Europaministerin Martin sieht Risiken für Regionalentwicklung und Spitzenforschung im Land

Von Landesredaktion MV

Die aktuellen Pläne der Europäischen Kommission zum mittelfristigen Finanzrahmen sorgen in Mecklenburg-Vorpommern für erhebliche Kritik. Wie aus einer aktuellen Mitteilung des Ministeriums für Wissenschaft, Kultur, Bundes- und Europaangelegenheiten hervorgeht, warnt Europaministerin Martin eindringlich vor den möglichen Folgen der geplanten Anpassungen. Insbesondere befürchtet sie negative Auswirkungen auf die Regionalentwicklung und die Spitzenforschung im Land.

Europaministerin Martin äußert deutliche Kritik

In der Mitteilung hebt Europaministerin Martin hervor, dass die vorgestellten Planungen aus Brüssel nicht nur die Förderung strukturschwacher Regionen, sondern auch die Finanzierung von Forschungsprojekten gefährden könnten. Der gegenwärtige Entwurf des EU-Finanzrahmens stößt somit auf entschiedenen Widerstand aus Mecklenburg-Vorpommern.

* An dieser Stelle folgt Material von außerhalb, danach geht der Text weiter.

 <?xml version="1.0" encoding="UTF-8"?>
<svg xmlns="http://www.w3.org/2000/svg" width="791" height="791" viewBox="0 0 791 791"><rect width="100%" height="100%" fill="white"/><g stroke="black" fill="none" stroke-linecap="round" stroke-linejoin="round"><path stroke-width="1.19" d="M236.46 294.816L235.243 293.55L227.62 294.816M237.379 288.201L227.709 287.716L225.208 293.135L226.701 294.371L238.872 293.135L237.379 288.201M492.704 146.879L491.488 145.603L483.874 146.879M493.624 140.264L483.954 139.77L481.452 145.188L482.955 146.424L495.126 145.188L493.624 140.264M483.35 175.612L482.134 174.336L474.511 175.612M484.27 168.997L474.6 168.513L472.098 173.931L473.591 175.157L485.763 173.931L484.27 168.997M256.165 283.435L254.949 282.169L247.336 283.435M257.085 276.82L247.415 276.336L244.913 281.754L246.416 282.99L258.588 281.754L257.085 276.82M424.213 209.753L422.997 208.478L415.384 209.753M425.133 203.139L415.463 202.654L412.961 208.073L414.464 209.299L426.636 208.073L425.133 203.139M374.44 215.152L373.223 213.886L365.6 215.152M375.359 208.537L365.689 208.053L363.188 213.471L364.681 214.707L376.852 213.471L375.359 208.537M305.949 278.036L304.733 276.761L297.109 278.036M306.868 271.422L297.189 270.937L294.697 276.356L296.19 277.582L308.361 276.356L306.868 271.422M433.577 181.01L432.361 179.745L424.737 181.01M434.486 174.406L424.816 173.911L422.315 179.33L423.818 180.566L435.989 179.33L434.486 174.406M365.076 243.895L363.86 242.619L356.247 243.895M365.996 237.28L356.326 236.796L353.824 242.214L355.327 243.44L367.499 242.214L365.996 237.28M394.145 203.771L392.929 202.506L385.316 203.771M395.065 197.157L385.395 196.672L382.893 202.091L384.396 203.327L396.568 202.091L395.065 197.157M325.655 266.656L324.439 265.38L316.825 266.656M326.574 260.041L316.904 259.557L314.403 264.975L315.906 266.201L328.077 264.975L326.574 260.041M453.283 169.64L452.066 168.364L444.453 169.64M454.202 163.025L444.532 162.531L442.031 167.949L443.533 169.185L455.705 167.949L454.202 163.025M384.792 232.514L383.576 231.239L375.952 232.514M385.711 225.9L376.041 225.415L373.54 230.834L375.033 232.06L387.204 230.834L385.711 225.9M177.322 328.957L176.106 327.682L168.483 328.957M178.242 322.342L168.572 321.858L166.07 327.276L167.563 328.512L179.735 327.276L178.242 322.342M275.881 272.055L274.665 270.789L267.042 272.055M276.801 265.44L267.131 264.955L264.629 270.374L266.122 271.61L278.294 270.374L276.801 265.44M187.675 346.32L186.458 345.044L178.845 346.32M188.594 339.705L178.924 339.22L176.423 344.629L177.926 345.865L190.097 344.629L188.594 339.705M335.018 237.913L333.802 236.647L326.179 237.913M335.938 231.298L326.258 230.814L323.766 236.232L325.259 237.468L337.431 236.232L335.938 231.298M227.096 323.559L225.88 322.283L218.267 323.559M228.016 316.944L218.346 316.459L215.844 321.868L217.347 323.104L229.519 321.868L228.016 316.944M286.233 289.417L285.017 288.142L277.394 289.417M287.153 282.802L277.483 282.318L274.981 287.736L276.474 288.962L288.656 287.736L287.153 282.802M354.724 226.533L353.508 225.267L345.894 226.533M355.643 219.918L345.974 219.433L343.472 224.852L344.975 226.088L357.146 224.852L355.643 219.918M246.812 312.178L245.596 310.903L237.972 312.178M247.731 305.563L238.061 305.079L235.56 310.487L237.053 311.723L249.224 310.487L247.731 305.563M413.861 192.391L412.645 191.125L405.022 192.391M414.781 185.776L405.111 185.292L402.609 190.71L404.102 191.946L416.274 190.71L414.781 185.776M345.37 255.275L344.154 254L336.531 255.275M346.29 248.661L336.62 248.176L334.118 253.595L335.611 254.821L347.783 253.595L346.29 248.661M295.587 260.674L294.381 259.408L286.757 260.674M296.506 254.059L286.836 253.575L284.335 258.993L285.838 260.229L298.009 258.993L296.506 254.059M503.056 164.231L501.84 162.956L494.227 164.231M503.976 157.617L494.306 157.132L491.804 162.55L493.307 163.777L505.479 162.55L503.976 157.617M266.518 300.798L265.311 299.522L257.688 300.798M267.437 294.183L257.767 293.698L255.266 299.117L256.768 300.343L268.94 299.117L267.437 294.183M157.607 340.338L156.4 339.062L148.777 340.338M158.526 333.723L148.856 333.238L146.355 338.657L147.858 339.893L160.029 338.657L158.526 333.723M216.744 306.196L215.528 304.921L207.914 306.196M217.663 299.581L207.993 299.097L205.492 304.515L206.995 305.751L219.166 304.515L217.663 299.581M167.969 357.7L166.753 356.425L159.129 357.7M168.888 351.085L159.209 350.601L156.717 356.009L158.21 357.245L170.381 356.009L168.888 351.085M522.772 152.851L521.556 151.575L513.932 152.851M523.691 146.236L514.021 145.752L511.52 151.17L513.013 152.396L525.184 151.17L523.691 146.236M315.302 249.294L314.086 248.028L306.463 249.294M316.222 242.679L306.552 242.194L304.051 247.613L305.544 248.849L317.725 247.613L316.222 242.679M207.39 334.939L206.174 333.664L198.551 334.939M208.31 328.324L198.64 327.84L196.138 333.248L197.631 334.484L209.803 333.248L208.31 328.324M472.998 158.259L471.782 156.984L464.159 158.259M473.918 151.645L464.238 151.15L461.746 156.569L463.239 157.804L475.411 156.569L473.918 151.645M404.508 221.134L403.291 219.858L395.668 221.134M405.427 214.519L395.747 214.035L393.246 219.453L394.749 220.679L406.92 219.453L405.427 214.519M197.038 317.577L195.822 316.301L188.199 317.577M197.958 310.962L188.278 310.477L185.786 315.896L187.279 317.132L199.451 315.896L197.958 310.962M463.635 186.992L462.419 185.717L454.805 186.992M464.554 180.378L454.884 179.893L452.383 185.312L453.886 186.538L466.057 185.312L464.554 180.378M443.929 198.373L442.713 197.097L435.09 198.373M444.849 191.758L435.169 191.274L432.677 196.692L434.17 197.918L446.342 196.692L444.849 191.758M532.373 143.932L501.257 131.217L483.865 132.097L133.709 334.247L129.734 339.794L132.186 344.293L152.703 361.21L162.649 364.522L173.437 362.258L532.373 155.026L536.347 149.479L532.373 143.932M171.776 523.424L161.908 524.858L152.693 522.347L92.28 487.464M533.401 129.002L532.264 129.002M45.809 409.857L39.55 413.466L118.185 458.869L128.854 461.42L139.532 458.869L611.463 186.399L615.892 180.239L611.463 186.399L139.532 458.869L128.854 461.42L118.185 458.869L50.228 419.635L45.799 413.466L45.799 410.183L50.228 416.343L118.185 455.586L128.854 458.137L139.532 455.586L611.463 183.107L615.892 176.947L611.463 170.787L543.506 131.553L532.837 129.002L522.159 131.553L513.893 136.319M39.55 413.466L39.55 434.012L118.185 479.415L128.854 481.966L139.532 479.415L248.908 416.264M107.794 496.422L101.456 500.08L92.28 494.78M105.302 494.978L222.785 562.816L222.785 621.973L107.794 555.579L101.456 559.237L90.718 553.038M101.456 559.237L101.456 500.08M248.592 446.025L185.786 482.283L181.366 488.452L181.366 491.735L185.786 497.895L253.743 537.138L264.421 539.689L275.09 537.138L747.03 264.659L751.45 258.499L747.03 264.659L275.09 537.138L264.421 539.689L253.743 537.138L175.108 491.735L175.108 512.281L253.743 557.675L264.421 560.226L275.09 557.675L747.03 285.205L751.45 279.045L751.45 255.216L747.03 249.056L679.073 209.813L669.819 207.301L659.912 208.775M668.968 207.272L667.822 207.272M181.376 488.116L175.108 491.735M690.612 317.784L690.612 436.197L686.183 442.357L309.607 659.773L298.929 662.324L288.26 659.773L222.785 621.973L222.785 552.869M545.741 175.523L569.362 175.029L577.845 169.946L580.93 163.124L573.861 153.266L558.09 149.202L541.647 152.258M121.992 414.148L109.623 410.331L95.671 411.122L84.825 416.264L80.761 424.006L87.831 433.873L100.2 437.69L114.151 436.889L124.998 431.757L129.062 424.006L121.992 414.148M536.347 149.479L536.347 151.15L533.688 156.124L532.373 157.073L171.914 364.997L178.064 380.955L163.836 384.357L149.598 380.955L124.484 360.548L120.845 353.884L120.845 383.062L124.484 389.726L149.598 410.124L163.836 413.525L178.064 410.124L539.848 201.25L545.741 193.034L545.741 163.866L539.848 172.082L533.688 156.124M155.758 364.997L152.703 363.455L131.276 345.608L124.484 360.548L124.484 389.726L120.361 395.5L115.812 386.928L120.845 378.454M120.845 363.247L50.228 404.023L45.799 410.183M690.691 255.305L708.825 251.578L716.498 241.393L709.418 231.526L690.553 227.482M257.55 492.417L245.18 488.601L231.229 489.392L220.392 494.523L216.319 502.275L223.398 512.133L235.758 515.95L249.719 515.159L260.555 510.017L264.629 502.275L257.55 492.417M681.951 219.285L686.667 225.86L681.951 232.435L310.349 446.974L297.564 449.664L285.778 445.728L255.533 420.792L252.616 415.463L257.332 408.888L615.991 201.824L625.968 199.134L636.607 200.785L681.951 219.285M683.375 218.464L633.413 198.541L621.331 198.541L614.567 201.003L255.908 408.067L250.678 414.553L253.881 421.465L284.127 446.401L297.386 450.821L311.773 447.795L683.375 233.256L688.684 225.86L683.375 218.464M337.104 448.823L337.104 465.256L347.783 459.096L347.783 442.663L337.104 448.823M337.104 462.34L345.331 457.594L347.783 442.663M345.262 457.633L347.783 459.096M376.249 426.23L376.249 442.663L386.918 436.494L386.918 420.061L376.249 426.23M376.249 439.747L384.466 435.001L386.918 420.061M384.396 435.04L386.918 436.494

Fortgesetztes Engagement in Brüssel

Das Land Mecklenburg-Vorpommern betont, sich weiter aktiv in die laufenden Verhandlungen einbringen zu wollen. Ziel ist es, die Interessen der Region insbesondere in Hinblick auf die finanzielle Absicherung sowohl innovativer Forschungsprojekte als auch regionaler Entwicklungsmaßnahmen zu verteidigen. Die Landesregierung sieht hier entscheidende Weichenstellungen für die Zukunft des Bundeslandes und nimmt die Verhandlungen auf europäischer Ebene äußerst ernst.

Spannungsfeld zwischen Forschung und Regionalentwicklung

Die Pläne der Kommission werden sowohl im Wissenschaftsbereich als auch für die regionale Wirtschaftsstruktur als problematisch eingeschätzt. Eine mögliche Reduzierung der Fördermittel könne laut Kritikern entscheidende Impulse für innovative Projekte, Universitäten und Unternehmen ausbremsen. Auch die Entwicklung strukturschwacher Regionen stehe nach Einschätzung des Ministeriums auf dem Spiel.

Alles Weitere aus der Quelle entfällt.